Вытащив вилы, он шагнул в лес. Пройдя метров пятьдесят, нашел крохотную лужайку, на которой не было ни единого дерева, лишь редкая трава. Он начал копать от самого ее края. Это оказалось очень медленным и трудным занятием, даже несмотря на то, что почва была мягкой, и Сидней пожалел, что не захватил с собой лопату. С большим удовольствием он бы сложил свернутый ковер пополам и слегка присыпал бы его землей, но он заставил себя выкопать длинную яму, словно ему нужно было скрыть в ней настоящее тело. Яма получилась больше метра глубиной. Когда мимо проходила какая-нибудь машина, – их было всего три – Сидней не видел ни одной сквозь густую листву, слышал только шум мотора. Из этого он заключил, что никто не сможет увидеть и его самого. Выкопав могилу почти нужной глубины, он вернулся к машине за ковром. Солнце уже осветило верхушки деревьев, стало немного светлее. Едва он снова взвалил ковер на плечо и закрыл дверцу, мимо промчался большой зеленый грузовик и на такой скорости, что ветер от него слегка растрепал волосы Сиднея. Отыскав свою лужайку, Сидней положил ковер на траву и снова с тем же упорством принялся углублять яму, пока она не стала еще сантиметров на пятнадцать глубже по всей длине.

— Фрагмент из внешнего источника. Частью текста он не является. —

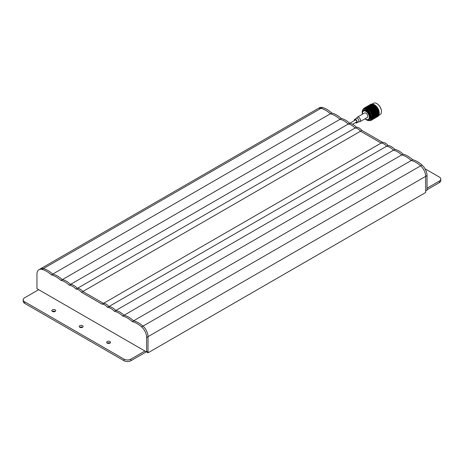 <?xml version="1.0" encoding="UTF-8"?>
<svg xmlns="http://www.w3.org/2000/svg" width="464" height="464" viewBox="0 0 464 464"><rect width="100%" height="100%" fill="white"/><g stroke="black" fill="none" stroke-linecap="round" stroke-linejoin="round"><path stroke-width="0.7" d="M138.423 322.776A24.238 13.995 -120 0 0 133.62 320.798L411.272 160.498A24.238 13.995 -120 0 0 406.476 156.936A24.238 13.995 -120 0 0 401.673 154.959A17.934 10.353 -120 0 0 397.561 151.792A17.934 10.353 -120 0 0 393.449 150.208A12.603 7.279 -120 0 0 390.021 147.436A12.603 7.279 -120 0 0 386.593 146.247A8.242 4.756 -120 0 0 383.85 143.875A8.242 4.756 -120 0 0 381.106 143.08L360.54 131.208A8.242 4.756 -120 0 0 357.802 128.835A8.242 4.756 -120 0 0 355.059 128.041A12.603 7.279 -120 0 0 351.631 125.268A12.603 7.279 -120 0 0 348.203 124.085A17.934 10.353 -120 0 0 344.091 120.918A17.934 10.353 -120 0 0 339.973 119.335A24.238 13.995 -120 0 0 335.176 115.774A24.238 13.995 -120 0 0 330.38 113.79A24.238 13.995 -120 0 0 325.577 110.229A24.238 13.995 -120 0 0 321.007 108.309A9.698 5.597 -120 0 0 317.991 108.599A9.698 5.597 -120 0 1 321.007 108.309A24.238 13.995 -120 0 1 330.38 113.79L52.728 274.091A24.238 13.995 -120 0 0 47.931 270.529A24.238 13.995 -120 0 0 43.361 268.61A9.698 5.597 -120 0 0 40.339 268.894A9.698 5.597 60 0 1 43.361 268.61A24.238 13.995 60 0 1 52.728 274.091L51.359 274.885A24.238 13.995 60 0 1 60.952 280.424A17.934 10.353 60 0 1 69.182 285.174A12.603 7.279 60 0 1 76.038 289.13A8.242 4.756 60 0 1 81.519 292.297L102.086 304.175A8.242 4.756 60 0 1 107.573 307.342A12.603 7.279 60 0 1 114.428 311.298A17.934 10.353 60 0 1 122.653 316.048A24.238 13.995 60 0 1 132.252 321.587A24.238 13.995 60 0 1 141.619 326.923A9.698 5.597 60 0 1 146.647 337.456L146.647 352.025L148.022 352.82L148.022 336.661A9.698 5.597 -120 0 0 142.993 326.128A24.238 13.995 -120 0 0 138.423 322.776M148.022 352.82L425.668 192.519L425.668 176.361A9.698 5.597 -120 0 0 420.639 165.834A24.238 13.995 -120 0 0 416.069 162.475A24.238 13.995 -120 0 0 411.272 160.498A24.238 13.995 -120 0 0 401.673 154.959A17.934 10.353 -120 0 0 393.449 150.208A12.603 7.279 -120 0 0 386.593 146.247A8.242 4.756 -120 0 0 381.106 143.08L360.54 131.208A8.242 4.756 -120 0 0 355.059 128.041A12.603 7.279 -120 0 0 348.203 124.085A17.934 10.353 -120 0 0 339.973 119.335A24.238 13.995 -120 0 0 330.38 113.79L331.748 113.001A24.238 13.995 -120 0 0 322.381 107.515A9.698 5.597 -120 0 0 319.36 107.805L38.97 269.688A9.698 5.597 60 0 1 41.986 269.398A24.238 13.995 60 0 1 51.359 274.885M122.653 316.048L124.027 315.253A17.934 10.353 -120 0 0 119.909 312.086A17.934 10.353 -120 0 0 115.797 310.503A17.934 10.353 60 0 1 124.027 315.253A24.238 13.995 60 0 1 133.62 320.798A24.238 13.995 -120 0 0 128.824 317.237A24.238 13.995 -120 0 0 124.027 315.253L403.048 154.164A17.934 10.353 -120 0 0 394.818 149.414L115.797 310.503A12.603 7.279 -120 0 0 112.369 307.736A12.603 7.279 -120 0 0 108.941 306.547L387.962 145.458A8.242 4.756 -120 0 0 382.481 142.291L103.46 303.381L82.894 291.508A8.242 4.756 -120 0 0 80.15 289.13A8.242 4.756 -120 0 0 77.407 288.341L356.427 127.252A12.603 7.279 -120 0 0 349.572 123.291L70.551 284.386A17.934 10.353 -120 0 0 66.439 281.219A17.934 10.353 -120 0 0 62.327 279.635L341.347 118.54A24.238 13.995 -120 0 0 331.748 113.001M76.038 289.13L77.407 288.341A12.603 7.279 -120 0 0 73.979 285.569A12.603 7.279 -120 0 0 70.551 284.386A12.603 7.279 60 0 1 77.407 288.341A8.242 4.756 60 0 1 82.894 291.508L103.46 303.381A8.242 4.756 60 0 1 108.941 306.547A8.242 4.756 -120 0 0 106.198 304.175A8.242 4.756 -120 0 0 103.46 303.381L102.086 304.175M57.524 276.068A24.238 13.995 -120 0 0 52.728 274.091A24.238 13.995 60 0 1 62.327 279.635A24.238 13.995 -120 0 0 57.524 276.068M38.332 289.49L38.674 289.687L24.621 297.801A4.849 2.801 180 0 0 23.2 299.779L23.2 301.362A4.849 2.801 180 0 0 24.621 303.34L124.027 360.731A4.849 2.801 180 0 0 130.883 360.731L146.305 351.828M81.519 292.297L361.914 130.419A8.242 4.756 -120 0 0 356.427 127.252M412.641 159.703A24.238 13.995 -120 0 1 422.014 165.039A9.698 5.597 -120 0 1 427.042 175.572L427.042 190.141L425.668 190.936L425.668 176.361A9.698 5.597 -120 0 0 420.639 165.834A24.238 13.995 -120 0 0 411.272 160.498L412.641 159.703A24.238 13.995 -120 0 0 403.048 154.164M349.572 123.291A17.934 10.353 -120 0 0 341.347 118.54M382.481 142.291L361.914 130.419M394.818 149.414A12.603 7.279 -120 0 0 387.962 145.458M38.97 269.688A9.698 5.597 60 0 0 36.958 274.125L36.958 288.695L146.647 352.025L148.022 351.236L148.022 336.661L427.042 175.572M69.182 285.174L70.551 284.386A17.934 10.353 60 0 0 62.327 279.635L60.952 280.424M114.428 311.298L115.797 310.503A12.603 7.279 60 0 0 108.941 306.547L107.573 307.342M146.647 337.456L148.022 336.661A9.698 5.597 60 0 0 142.993 326.128A24.238 13.995 60 0 0 133.62 320.798L132.252 321.587M55.129 311.454A1.937 1.119 0 0 0 52.386 311.454A1.937 1.119 0 0 0 54.497 311.698A1.937 1.119 0 0 0 55.697 310.665A1.937 1.119 0 0 0 55.129 309.871A1.937 1.119 0 0 0 53.012 309.633A1.937 1.119 0 0 0 51.817 310.665A1.937 1.119 0 0 0 52.386 311.454M82.551 327.288A1.937 1.119 0 0 0 79.808 327.288A1.937 1.119 0 0 0 81.919 327.532A1.937 1.119 0 0 0 83.12 326.499A1.937 1.119 0 0 0 82.551 325.705A1.937 1.119 0 0 0 80.434 325.461A1.937 1.119 0 0 0 79.24 326.499A1.937 1.119 0 0 0 79.808 327.288M109.974 343.122A1.937 1.119 0 0 0 107.23 343.122A1.937 1.119 0 0 0 109.342 343.366A1.937 1.119 0 0 0 110.536 342.328A1.937 1.119 0 0 0 109.974 341.539A1.937 1.119 0 0 0 107.857 341.295A1.937 1.119 0 0 0 106.662 342.328A1.937 1.119 0 0 0 107.23 343.122M425.018 168.792L439.379 177.08A4.849 2.801 180 0 1 440.8 179.063L440.8 180.647A4.849 2.801 180 0 1 439.379 182.625L427.042 189.747M144.936 351.039L130.883 359.148A4.849 2.801 180 0 1 124.027 359.148L24.621 301.757A4.849 2.801 180 0 1 23.2 299.779M440.8 179.063A4.849 2.801 180 0 1 439.379 181.041L427.042 188.164M355.778 122.432A1.56 0.899 -120 0 0 356.497 122.479A1.56 0.899 -120 0 0 356.735 121.226A1.56 0.899 -120 0 0 355.72 119.857A1.56 0.899 -120 0 0 354.937 119.776A1.56 0.899 -120 0 0 354.618 120.42M355.459 122.618A2.042 1.177 -120 0 0 355.72 122.798A2.042 1.177 -120 0 0 356.741 122.896A2.042 1.177 -120 0 0 357.054 121.261A2.042 1.177 -120 0 0 355.72 119.457A2.042 1.177 -120 0 0 354.693 119.358A2.042 1.177 -120 0 0 354.293 120.605M359.977 121.684L367.181 117.525A2.61 1.508 -120 0 0 367.581 115.432A2.61 1.508 -120 0 0 365.876 113.129A2.61 1.508 -120 0 0 364.571 113.001L357.367 117.16A2.61 1.508 -120 0 1 358.672 117.288A2.61 1.508 -120 0 1 360.516 120.489A2.61 1.508 -120 0 1 359.977 121.684L358.475 121.893A2.042 1.177 -120 0 0 358.898 120.959A2.042 1.177 -120 0 0 357.454 118.453A2.042 1.177 -120 0 0 356.433 118.355L357.367 117.16M367.146 120.205A6.502 3.753 -120 0 0 367.268 120.263A6.502 3.753 -120 0 0 370.069 120.35L370.753 119.956A6.502 3.753 -120 0 0 371.751 114.741A6.502 3.753 -120 0 0 367.505 109.011A6.502 3.753 -120 0 0 364.252 108.692L363.561 109.086A6.502 3.753 -120 0 0 362.239 111.557A6.502 3.753 -120 0 0 362.227 111.691M370.069 120.35A6.502 3.753 -120 0 0 371.067 115.142A6.502 3.753 -120 0 0 366.815 109.405A6.502 3.753 -120 0 0 363.561 109.086M365.075 118.738A6.229 3.596 -120 0 0 366.601 119.932A6.229 3.596 -120 0 0 367.03 120.153A6.229 3.596 -120 0 0 370.997 117.137A6.229 3.596 -120 0 0 366.601 109.759A6.229 3.596 -120 0 0 362.216 111.818A6.229 3.596 -120 0 0 362.465 114.214M369.06 119.509A5.284 3.051 -120 0 0 369.24 119.422A5.284 3.051 -120 0 0 370.052 115.188A5.284 3.051 -120 0 0 366.601 110.531A5.284 3.051 -120 0 0 363.956 110.27A5.284 3.051 -120 0 0 363.788 110.38M365.162 118.691A4.82 2.784 -120 0 0 365.881 119.19A4.82 2.784 -120 0 0 366.212 119.364L366.612 119.55A5.284 3.051 -120 0 0 368.892 119.625A5.284 3.051 -120 0 0 369.698 115.391A5.284 3.051 -120 0 0 366.247 110.734A5.284 3.051 -120 0 0 363.608 110.473A5.284 3.051 -120 0 0 362.529 112.479L362.488 112.92A4.82 2.784 -120 0 0 362.552 114.167M366.212 119.364A4.82 2.784 -120 0 0 369.286 117.032A4.82 2.784 -120 0 0 365.881 111.325A4.82 2.784 -120 0 0 362.488 112.92M376.913 103.64A6.305 3.642 60 0 1 377 103.692A6.305 3.642 60 0 1 381.46 111.412L381.46 111.615A6.548 3.782 -120 0 0 376.826 103.588A6.548 3.782 -120 0 0 373.555 103.269L372.244 104.023M379.233 113.291A7.03 4.06 60 0 1 379.233 113.367L379.233 113.222A7.03 4.06 60 0 1 379.233 113.291L379.233 112.903A6.548 3.782 -120 0 0 374.599 104.876A6.548 3.782 -120 0 0 374.5 104.823L373.375 105.195L374.222 104.661A7.03 4.06 60 0 1 374.257 104.684A7.03 4.06 60 0 1 374.297 104.702M369.837 105.137L370.829 104.29A7.03 4.06 60 0 1 370.887 104.261L364.553 107.921A7.03 4.06 -120 0 0 364.327 108.037L365.301 107.474M371.548 104.226L371.136 104.151M372.053 104.133L371.647 104.029M371.832 104.011A7.03 4.06 60 0 1 371.896 104.006L370.98 104.522L371.832 104.011M372.598 104.139L372.198 104.006M372.395 104.023A7.03 4.06 60 0 1 372.464 104.035L371.542 104.539L372.395 104.023M373.166 104.243L372.783 104.087M372.986 104.139A7.03 4.06 60 0 1 373.062 104.156L372.134 104.661L372.986 104.139M373.758 104.446L373.387 104.267M373.595 104.354A7.03 4.06 60 0 1 373.677 104.383L372.749 104.881L373.595 104.354M374.361 104.742L374.007 104.545M374.842 105.061A7.03 4.06 60 0 1 374.918 105.113L373.996 105.601L374.958 105.119L374.634 104.916M375.127 105.27A7.03 4.06 60 0 1 375.254 105.369L374.918 105.113M375.457 105.543A7.03 4.06 60 0 1 375.533 105.606L374.61 106.088L375.556 105.583L375.254 105.369M375.736 105.792A7.03 4.06 60 0 1 375.857 105.908L375.533 105.606M376.055 106.105A7.03 4.06 60 0 1 376.124 106.181L375.202 106.65L376.13 106.123L375.857 105.908M376.321 106.389A7.03 4.06 60 0 1 376.432 106.511L376.124 106.181M376.611 106.737L376.623 106.732A7.03 4.06 60 0 1 376.687 106.813L375.77 107.288L376.681 106.726L376.432 106.511M376.872 107.045A7.03 4.06 60 0 1 376.977 107.184L376.687 106.813M377.151 107.422A7.03 4.06 60 0 1 377.215 107.509L376.292 107.979L377.197 107.387L376.977 107.184M377.377 107.752A7.03 4.06 60 0 1 377.476 107.903L377.215 107.509M377.632 108.158A7.03 4.06 60 0 1 377.69 108.251L376.774 108.715L377.476 107.903M377.841 108.506A7.03 4.06 60 0 1 377.928 108.663L377.69 108.251M378.067 108.924A7.03 4.06 60 0 1 378.114 109.023L377.203 109.487L377.928 108.663M378.241 109.289A7.03 4.06 60 0 1 378.317 109.452L378.114 109.023M378.438 109.719A7.03 4.06 60 0 1 378.479 109.817L377.568 110.281L378.317 109.452M378.583 110.09A7.03 4.06 60 0 1 378.647 110.252L378.479 109.817M378.74 110.525A7.03 4.06 60 0 1 378.775 110.623L377.87 111.087L378.647 110.252M378.856 110.896A7.03 4.06 60 0 1 378.902 111.058L378.775 110.623M378.978 111.331A7.03 4.06 60 0 1 379.001 111.43L378.102 111.888L378.902 111.058M379.059 111.696A7.03 4.06 60 0 1 379.088 111.853L379.001 111.43M379.134 112.12A7.03 4.06 60 0 1 379.152 112.213L378.259 112.677L379.088 111.853M379.181 112.474A7.03 4.06 60 0 1 379.198 112.624L379.152 112.213M379.216 112.88A7.03 4.06 60 0 1 379.221 112.972L378.334 113.436L379.198 112.624M370.365 120.182A6.548 3.782 -120 0 0 371.879 115.101A6.548 3.782 -120 0 0 367.505 108.976A6.548 3.782 -120 0 0 363.863 108.912M369.692 120.524A7.03 4.06 -120 0 0 369.82 120.536L369.982 120.472M371.571 120.077A7.03 4.06 -120 0 0 371.768 119.915L371.357 120.217A7.03 4.06 -120 0 1 371.13 120.333L370.887 120.42A7.03 4.06 -120 0 1 370.637 120.489L370.371 120.53A7.03 4.06 -120 0 1 370.098 120.547L370.005 120.257M371.954 119.729A7.03 4.06 -120 0 0 372.122 119.521L371.768 119.915M372.273 119.289A7.03 4.06 -120 0 0 372.406 119.039L372.946 118.819L371.937 119.236L372.122 119.521M372.522 118.772A7.03 4.06 -120 0 0 372.615 118.482L373.178 118.279L372.18 118.743L372.406 119.039M372.696 118.181A7.03 4.06 -120 0 0 372.754 117.862L373.329 117.67L372.354 118.175L372.615 118.482M372.789 117.525A7.03 4.06 -120 0 0 372.812 117.177L373.41 117.003L372.453 117.543L372.754 117.862M372.812 116.818A7.03 4.06 -120 0 0 372.789 116.447L373.41 116.284L372.476 116.858L372.812 117.177M372.754 116.064A7.03 4.06 -120 0 0 372.696 115.675L373.329 115.519L372.418 116.133L372.789 116.447M372.615 115.281A7.03 4.06 -120 0 0 372.522 114.881L373.178 114.736L372.296 115.379L372.696 115.675M372.406 114.48A7.03 4.06 -120 0 0 372.273 114.08L372.946 113.929L372.093 114.608L372.522 114.881M372.122 113.674A7.03 4.06 -120 0 0 371.954 113.274L372.644 113.123L371.821 113.831L372.273 114.08M371.768 112.874A7.03 4.06 -120 0 0 371.571 112.485L372.279 112.329L371.49 113.059L371.954 113.274M371.357 112.097A7.03 4.06 -120 0 0 371.13 111.72L371.85 111.557L371.09 112.305L371.571 112.485M370.887 111.348A7.03 4.06 -120 0 0 370.637 110.995L371.368 110.821L370.643 111.58L371.13 111.72M370.371 110.647A7.03 4.06 -120 0 0 370.098 110.316L370.84 110.13L370.144 110.902L370.637 110.995M369.82 109.997A7.03 4.06 -120 0 0 369.524 109.695L370.278 109.498L369.611 110.27L370.098 110.316M369.228 109.417A7.03 4.06 -120 0 0 368.926 109.15L369.686 108.93L369.042 109.701L369.524 109.695M368.619 108.907A7.03 4.06 -120 0 0 368.312 108.68L369.071 108.443L368.457 109.208L368.926 109.15M367.998 108.477A7.03 4.06 -120 0 0 367.842 108.385A7.03 4.06 -120 0 0 367.685 108.298L368.445 108.037L367.859 108.791L368.312 108.68M364.71 107.839L364.704 108.153L364.797 107.834M365.864 107.283L366.519 106.964L365.864 107.283M365.545 107.532L365.209 107.689M366.862 106.807L367.529 106.511L366.862 106.807M366.554 107.074L366.212 107.225M367.871 106.366L368.544 106.082L367.871 106.366M367.569 106.645L367.227 106.79M368.892 105.943L369.57 105.682L368.892 105.943M368.59 106.244L368.248 106.378M369.918 105.548L370.603 105.299L369.918 105.548M369.622 105.867L369.274 105.989M369.721 105.525L369.042 105.798L370.023 105.229L369.57 105.682M370.951 105.177L371.635 104.951L370.951 105.177M370.661 105.514L370.313 105.63M370.748 105.137L370.069 105.392L371.043 104.829L370.603 105.299M371.989 104.835L372.679 104.62L371.989 104.835M371.705 105.183L371.351 105.293M371.786 104.777L371.101 105.015L372.076 104.452L371.635 104.951M372.749 104.881L372.395 104.98M364.408 107.99L365.046 107.631M364.617 107.909L364.252 108.356L364.652 107.973M364.901 108.019L365.04 107.66M365.876 107.52L366.026 107.155M366.862 107.039L367.024 106.679M367.859 106.587L368.027 106.221M368.868 106.157L369.042 105.798M369.883 105.751L370.069 105.392M371.194 104.673L370.521 104.945L371.496 104.383L371.043 104.829M370.904 105.374L371.101 105.015M371.931 105.021L372.134 104.661M364.263 108.083L364.112 108.176A7.03 4.06 -120 0 0 363.915 108.338L363.73 108.524A7.03 4.06 -120 0 0 363.561 108.733L363.753 108.959M365.22 107.526L364.588 107.892L365.412 107.694M366.374 107.167L366.519 106.807M367.349 106.668L367.5 106.308M368.335 106.186L368.497 105.827M369.338 105.734L369.506 105.374M370.342 105.305L370.521 104.945M371.357 104.905L371.542 104.539M364.252 108.28L363.88 108.425M366.885 106.842L367.018 106.488L366.693 106.674M367.36 106.285L367.998 105.925L367.36 106.285M367.848 106.314L367.993 105.96M368.828 105.815L368.979 105.456M369.814 105.334L369.97 104.974M370.811 104.881L370.98 104.522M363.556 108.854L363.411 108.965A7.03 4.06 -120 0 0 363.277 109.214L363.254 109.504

Ему никак не удавалось справиться с толстыми корнями, которые попадались внизу. В конце концов он спрыгнул в яму и притоптал их ногами. Когда Сидней скатил ковер в яму, то почувствовал такую усталость в руках, что ему почти поверилось, что в ковре было на самом деле что-то завернуто, настолько тот был тяжелым. Если бы внутри было запрятано тело, подумалось ему, страх прибавил бы мне сил. Вилами он забросал яму землей и теперь, как настоящий преступник, почувствовал себя в безопасности: тело было надежно захоронено. Он немного притоптал землю и вилами уничтожил следы своих ботинок вокруг.
Вернулся к машине и внимательно поглядел назад, в направлении «могилы», ничего не бросалось в глаза. Окурок единственной выкуренной сигареты разорвал и развеял по ветру. Какие еще следы он мог оставить? Примятая трава? Но тут понадобился бы этакий супер Шерлок Холмс, чтобы увидеть это после первого же самого слабого дождя, и уж совершенно гениальная интуиция могла связать примятую траву с Сиднеем Бартлеби. Да, это был ковер, и Эббот, возможно, запомнил, что продал ковер ему; да и друзья могли узнать ковер, но ведь, в конце концов, внутри ковра не было ничего. И Сидней завел мотор. Яркие пятнистые тени от листвы раскрасили дорогу. День обещал быть ясным.